In his MS thesis published in Vancouver Canada four months earlier, Zachary Drudi reported the result of using the footprint technique developed by us to predict the hit ratio curve for a number of Microsoft traces, for cache sizes ranging from 0 to gigabytes (up to 1TB). The footprint prediction is accurate in most cases. Below is the plot copied from the thesis (page number 32, page 40), where avgfp is the footprint prediction, and mattson is the ground truth calculated from the reuse distance (LRU stack distance).
The author implemented our technique entirely on his own without consulting or informing any of us.
The thesis is titled A Streaming Algorithms Approach to Approximating Hit Rate Curves, available online from the University Of British Columbia.

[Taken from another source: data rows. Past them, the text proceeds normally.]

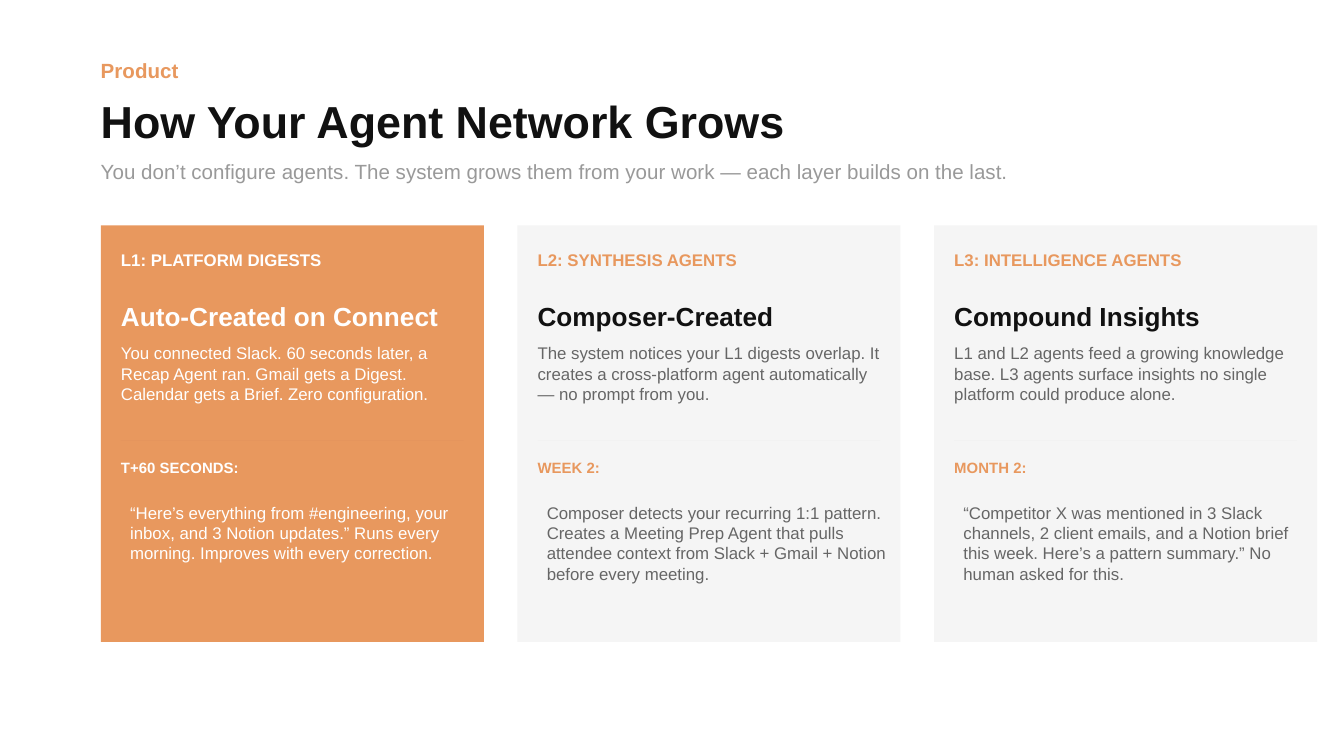
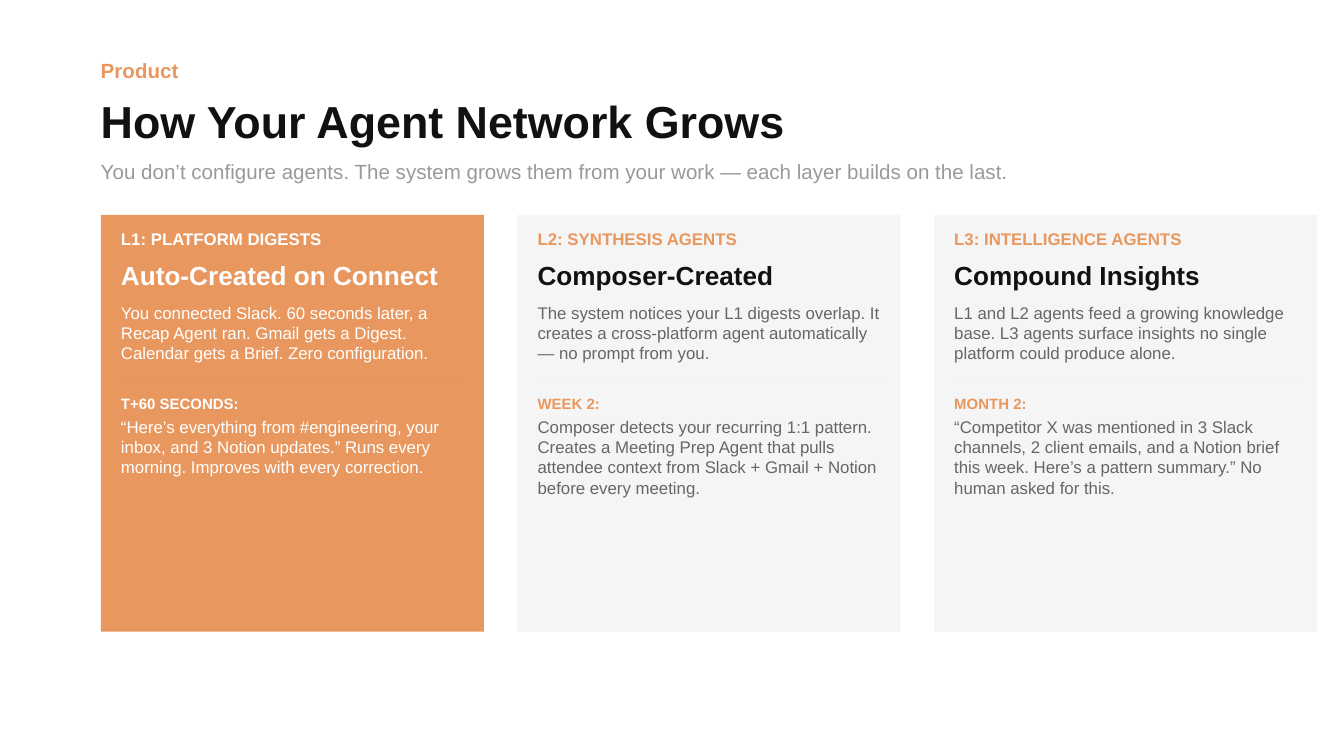
Before and after one commit to Kvkthecreator/yarnnnn, a slide deck: slide 8 of docs/working_docs/investors/IR Deck - yarnnn - March 2026 v2.pptx. Drawn at 1344x756 pixels with LibreOffice and Linux fonts; fonts in the diff are those of the drawing. Boxes give left, top, right and bottom in pixels: in the first picture for what was removed or moved away, otherwise in the second. Text is boxed around its words. In the diff, an @@ line names an element or a change of style, - is before the commit and + after.

```diff
--- a/docs/working_docs/investors/IR Deck - yarnnn - March 2026 v2.pptx
+++ b/docs/working_docs/investors/IR Deck - yarnnn - March 2026 v2.pptx
@@ 3 rectangles: place and size @@
-3 rectangles at [101,226,1317,642]
+3 rectangles at [101,215,1317,632]
@@ 3 texts: place and size @@
-3 texts at [121,254,1181,266]
+3 texts at [121,233,1181,245]
@@ 6 texts: place and size @@
-6 texts at [121,307,1284,404]
+6 texts at [121,266,1284,363]
@@ 3 texts, 3 rectangles: place and size @@
-3 texts, 3 rectangles at [121,441,1297,473]
+3 texts, 3 rectangles at [121,376,1297,409]
@@ 3 texts: place and size @@
-3 texts at [130,507,1289,584]
+3 texts at [121,421,1280,498]
```
Also in this commit, not shown: 6 other slides changed, 2 other files.

(copyright Zachary Drudi, 2014)
In a series of papers in PPOPP 2008 (poster), PPOPP 2011, PACT 2011, and ASPLOS 2013, Rochester researchers have developed a set of techniques to measure the footprint and use it to predict other locality metrics including the miss/hit ratio curve and reuse distance, for exclusive and shared cache. We have shown that the footprint techniques are efficient and largely accurate. Mr. Drudi’s results provide an independent validation.
This is the first time we know that the technique is used in characterizing storage workloads. The same implementation was used in their OSDI 2014 paper Characterizing storage workloads with counter stacks, J. Wires, S. Ingram, N. J. A. Harvey, A. Warfield, and Z. Drudi.